DATASET EXTRACT Block Start

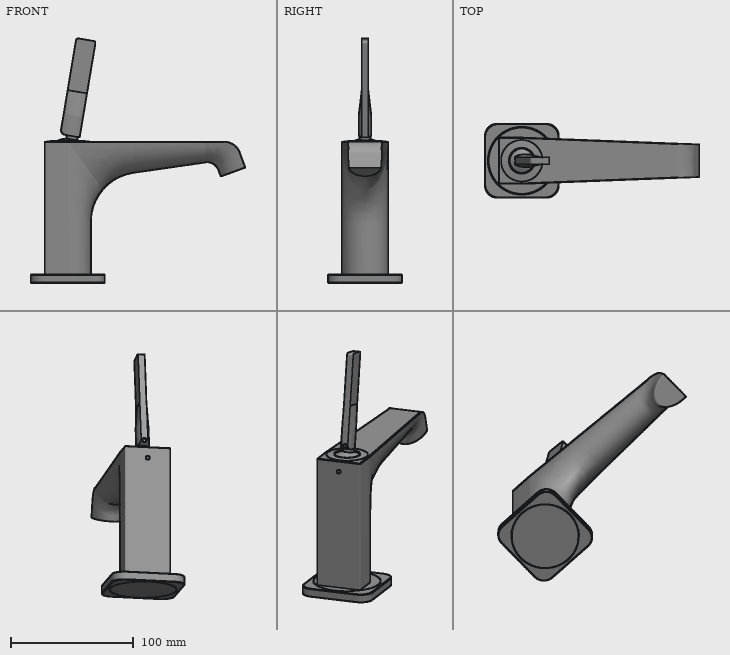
import cadquery as cq
import math

plate_size = 60.5
plate_height = 7.2
plate_corner = 10.4
plate_edge = 0.5
seat_radius = 27.1
seat_gap = 0.4

column_width = 38.0
column_half = column_width / 2
column_top = 115.3
body_edge = 0.5
bend_start_z = 50.3
bend_radius = 40.0
underside_rise = 8.2
neck_x = 112.3
crown_x = 127.3
crown_radius = 13.8
outlet_tilt = 20.0
outlet_x = 144.6
outlet_depth = 21.3
throat_radius = 9.5
outlet_rim = 1.2
spout_end_half = 13.4

plug_radius = 1.5
plug_z = 106.1
plug_recess = 1.0
plug_length = 4.0

pivot_z = 98.0
lever_tilt = 9.5
dome_radius = 20.0
collar_radius = 17.0
collar_bore = 10.5
collar_height = 0.8
collar_rim = 0.2
stem_radius = 4.5
stem_start = 19.2
handle_start = 22.1
handle_length = 79.5
handle_back = -10.0
handle_front = 6.2
handle_edge_thickness = 5.5
handle_mid_thickness = 10.4
bulge_length = 17.0
taper_length = 19.4
tip_corner = 2.0
heel_corner = 4.0
screw_radius = 1.5
screw_height = 3.0
screw_length = 4.0
screw_recess = 1.5
blade_crown = 0.1
fan_steps = 6

arch_center_x = column_half + bend_radius
arch_turn = 90 - underside_rise
corner_turn = arch_turn / 2
throat_split = 20.0
outlet_heading = 90 - outlet_tilt
arch_end = (
    arch_center_x - bend_radius * math.cos(math.radians(arch_turn)),
    bend_start_z + bend_radius * math.sin(math.radians(arch_turn)),
)
rise = math.radians(underside_rise)
tilt = math.radians(outlet_tilt)
neck_z = arch_end[1] + (neck_x - arch_end[0]) * math.tan(rise)
throat_center = (neck_x + throat_radius * math.sin(rise), neck_z - throat_radius * math.cos(rise))
throat_end = (
    throat_center[0] + throat_radius * math.cos(tilt),
    throat_center[1] + throat_radius * math.sin(tilt),
)
crown_center = (crown_x, column_top - crown_radius)
crown_end = (
    crown_center[0] + crown_radius * math.cos(tilt),
    crown_center[1] + crown_radius * math.sin(tilt),
)
outlet_outer = (outlet_x, crown_end[1] - (outlet_x - crown_end[0]) / math.tan(tilt))
outlet_inner = (
    outlet_outer[0] - outlet_depth * math.cos(tilt),
    outlet_outer[1] - outlet_depth * math.sin(tilt),
)

handle_width = handle_front - handle_back
handle_mid = (handle_front + handle_back) / 2


def in_lever_frame(shape):
    """Move a shape built around an upright lever axis at the origin to the tilted axis."""
    return shape.rotate((0, 0, 0), (0, 1, 0), lever_tilt).translate((0, 0, pivot_z))


def make_plate():
    plate = cq.Workplane("XY").rect(plate_size, plate_size).extrude(plate_height)
    plate = plate.edges("|Z").fillet(plate_corner)
    plate = plate.faces("<Z or >Z").edges().chamfer(plate_edge)
    return plate.cut(cq.Workplane("XY").circle(seat_radius + seat_gap).extrude(plate_height))


def make_seat():
    return cq.Workplane("XY").circle(seat_radius).extrude(plate_height)


def half_width(x):
    """Half the width of the column and spout, tapering from the column to the outlet."""
    return column_half - (column_half - spout_end_half) * max(x, 0) / outlet_x


def section(outer, inner):
    """Half-ellipse section: flat along the outer point, rounded through the inner point."""
    span = cq.Vector(inner[0] - outer[0], 0, inner[1] - outer[1])
    plane = cq.Plane(
        origin=(outer[0], 0, outer[1]),
        xDir=span,
        normal=span.cross(cq.Vector(0, 1, 0)),
    )
    return (
        cq.Workplane(plane)
        .ellipseArc(span.Length, half_width(outer[0]), -90, 90, startAtCurrent=False)
        .close()
    )


def between(start, end, fraction):
    return start + (end - start) * fraction


def on_arc(center, radius, heading):
    """Point of an arc in the XZ plane where the path descends by the heading, in degrees."""
    angle = math.radians(heading)
    return center[0] + radius * math.sin(angle), center[1] + radius * math.cos(angle)


def loft_fan(outer_at, inner_at, ruled=False):
    """Solid through sections fanned between an outer and an inner path, each run from 0 to 1."""
    steps = 1 if ruled else fan_steps
    sections = []
    for step in range(steps + 1):
        part = step / steps
        sections.append(section(outer_at(part), inner_at(part)).val())
    return cq.Workplane(cq.Solid.makeLoft(sections, ruled))


def make_column():
    """Rectangular rear half and half-round front half, the front only up to the arch."""
    rear = (
        cq.Workplane("XY", origin=(-column_half / 2, 0, plate_height))
        .rect(column_half, column_width)
        .extrude(column_top - plate_height)
        .edges("|Z and <X")
        .fillet(body_edge)
        .faces(">Z")
        .edges("not >X")
        .chamfer(body_edge)
    )
    front = section((0, plate_height), (column_half, plate_height)).extrude(bend_start_z - plate_height)
    return rear.union(front)


def make_arch():
    """Curve from the column's front to the spout's underside, in two fans that meet at the top corner."""
    def inner_at(turn):
        angle = math.radians(turn)
        return arch_center_x - bend_radius * math.cos(angle), bend_start_z + bend_radius * math.sin(angle)

    upright = loft_fan(
        lambda part: (0, between(bend_start_z, column_top, part)),
        lambda part: inner_at(corner_turn * part),
    )
    level = loft_fan(
        lambda part: (between(0, arch_end[0], part), column_top),
        lambda part: inner_at(between(corner_turn, arch_turn, part)),
    )
    return upright.union(level)


def make_spout():
    straight = loft_fan(
        lambda part: (between(arch_end[0], neck_x, part), column_top),
        lambda part: (between(arch_end[0], neck_x, part), between(arch_end[1], neck_z, part)),
        ruled=True,
    )
    flat_crown = loft_fan(
        lambda part: (between(neck_x, crown_x, part), column_top),
        lambda part: on_arc(throat_center, throat_radius, between(-underside_rise, throat_split, part)),
    )
    round_crown = loft_fan(
        lambda part: on_arc(crown_center, crown_radius, outlet_heading * part),
        lambda part: on_arc(throat_center, throat_radius, between(throat_split, outlet_heading, part)),
    )
    outlet = loft_fan(
        lambda part: [between(a, b, part) for a, b in zip(crown_end, outlet_outer)],
        lambda part: [between(a, b, part) for a, b in zip(throat_end, outlet_inner)],
        ruled=True,
    )
    outlet = outlet.faces("<Z").edges("not |Y").fillet(outlet_rim)
    return straight.union(flat_crown).union(round_crown).union(outlet)


def make_edge_bevel(side):
    """Wedge that bevels one long top edge, from the column to the end of the flat top."""
    edge_y = side * half_width(0)
    wedge = cq.Workplane("YZ").polyline(
        [
            (edge_y - side * body_edge, column_top),
            (edge_y, column_top - body_edge),
            (edge_y + side * body_edge, column_top),
        ]
    ).close()
    along_edge = cq.Vector(crown_x, side * (half_width(crown_x) - half_width(0)), 0)
    return cq.Workplane(cq.Solid.extrudeLinear(wedge.val(), [], along_edge))


def make_body():
    body = make_column().union(make_arch()).union(make_spout())
    for side in (-1, 1):
        body = body.cut(make_edge_bevel(side))
    vent = cq.Workplane("YZ", origin=(-column_half, 0, plug_z)).circle(plug_radius)
    return body.cut(vent.extrude(plug_recess + plug_length))


def make_plug():
    start_x = -column_half + plug_recess
    return cq.Workplane("YZ", origin=(start_x, 0, plug_z)).circle(plug_radius).extrude(plug_length)


def make_collar():
    """Shallow cone around the dome."""
    return (
        cq.Workplane("XZ", origin=(0, 0, column_top))
        .moveTo(collar_bore, 0)
        .lineTo(collar_radius, 0)
        .lineTo(collar_radius, collar_rim)
        .lineTo(collar_bore, collar_height)
        .close()
        .revolve(360, (0, 0), (0, 1))
    )


def make_dome():
    """Cap of the ball around the pivot that stands above the column, less the seat of the stem."""
    ball = cq.Workplane("XY").sphere(dome_radius).translate((0, 0, pivot_z))
    above = cq.Workplane("XY", origin=(0, 0, column_top)).circle(dome_radius).extrude(dome_radius)
    return ball.intersect(above).cut(make_stem())


def make_stem():
    stem = cq.Workplane("XY", origin=(0, 0, stem_start)).circle(stem_radius).extrude(handle_start - stem_start)
    return in_lever_frame(stem)


def handle_section(height, mid_thickness):
    """Blade section with flat front and rear edges and arched sides."""
    edge = handle_edge_thickness / 2
    crest = mid_thickness / 2
    return (
        cq.Workplane("XY", origin=(0, 0, height))
        .moveTo(handle_back, -edge)
        .threePointArc((handle_mid, -crest), (handle_front, -edge))
        .lineTo(handle_front, edge)
        .threePointArc((handle_mid, crest), (handle_back, edge))
        .close()
    )


def make_screw_bore(start, length):
    plane_start = (start, 0, handle_start + screw_height)
    return cq.Workplane("YZ", origin=plane_start).circle(screw_radius).extrude(length)


def make_handle():
    taper_start = handle_start + bulge_length
    taper_end = taper_start + taper_length
    foot = handle_section(handle_start, handle_mid_thickness).extrude(bulge_length)
    taper = cq.Workplane(
        cq.Solid.makeLoft(
            [
                handle_section(taper_start, handle_mid_thickness).val(),
                handle_section(taper_end, handle_edge_thickness + blade_crown).val(),
            ],
            True,
        )
    )
    blade = (
        cq.Workplane("XY", origin=(handle_mid, 0, taper_end))
        .rect(handle_width, handle_edge_thickness)
        .extrude(handle_length - bulge_length - taper_length)
        .faces(">Z")
        .edges("|Y")
        .fillet(tip_corner)
    )
    foot = foot.faces("<Z").edges("<X").fillet(heel_corner)
    handle = foot.union(taper).union(blade)
    return in_lever_frame(handle.cut(make_screw_bore(handle_back, screw_recess + screw_length)))


def make_screw():
    return in_lever_frame(make_screw_bore(handle_back + screw_recess, screw_length))


bodies = [
    make_plate(),
    make_seat(),
    make_body(),
    make_plug(),
    make_collar(),
    make_dome(),
    make_stem(),
    make_handle(),
    make_screw(),
]
result = cq.Compound.makeCompound([body.val() for body in bodies])

DATASET EXTRACT Block End

_TASK DESCRIPTION_
Above are the records; from them, give again exactly the lines from the one containing "sections.append(section(outer_at(part), inner_at(part)).val())" to the one containing "lambda part: on_arc(crown_center, crown_radius, outlet_heading", both lines included, and nothing more.

_RESPONSE BOX_
        sections.append(section(outer_at(part), inner_at(part)).val())
    return cq.Workplane(cq.Solid.makeLoft(sections, ruled))


def make_column():
    """Rectangular rear half and half-round front half, the front only up to the arch."""
    rear = (
        cq.Workplane("XY", origin=(-column_half / 2, 0, plate_height))
        .rect(column_half, column_width)
        .extrude(column_top - plate_height)
        .edges("|Z and <X")
        .fillet(body_edge)
        .faces(">Z")
        .edges("not >X")
        .chamfer(body_edge)
    )
    front = section((0, plate_height), (column_half, plate_height)).extrude(bend_start_z - plate_height)
    return rear.union(front)


def make_arch():
    """Curve from the column's front to the spout's underside, in two fans that meet at the top corner."""
    def inner_at(turn):
        angle = math.radians(turn)
        return arch_center_x - bend_radius * math.cos(angle), bend_start_z + bend_radius * math.sin(angle)

    upright = loft_fan(
        lambda part: (0, between(bend_start_z, column_top, part)),
        lambda part: inner_at(corner_turn * part),
    )
    level = loft_fan(
        lambda part: (between(0, arch_end[0], part), column_top),
        lambda part: inner_at(between(corner_turn, arch_turn, part)),
    )
    return upright.union(level)


def make_spout():
    straight = loft_fan(
        lambda part: (between(arch_end[0], neck_x, part), column_top),
        lambda part: (between(arch_end[0], neck_x, part), between(arch_end[1], neck_z, part)),
        ruled=True,
    )
    flat_crown = loft_fan(
        lambda part: (between(neck_x, crown_x, part), column_top),
        lambda part: on_arc(throat_center, throat_radius, between(-underside_rise, throat_split, part)),
    )
    round_crown = loft_fan(
        lambda part: on_arc(crown_center, crown_radius, outlet_heading * part),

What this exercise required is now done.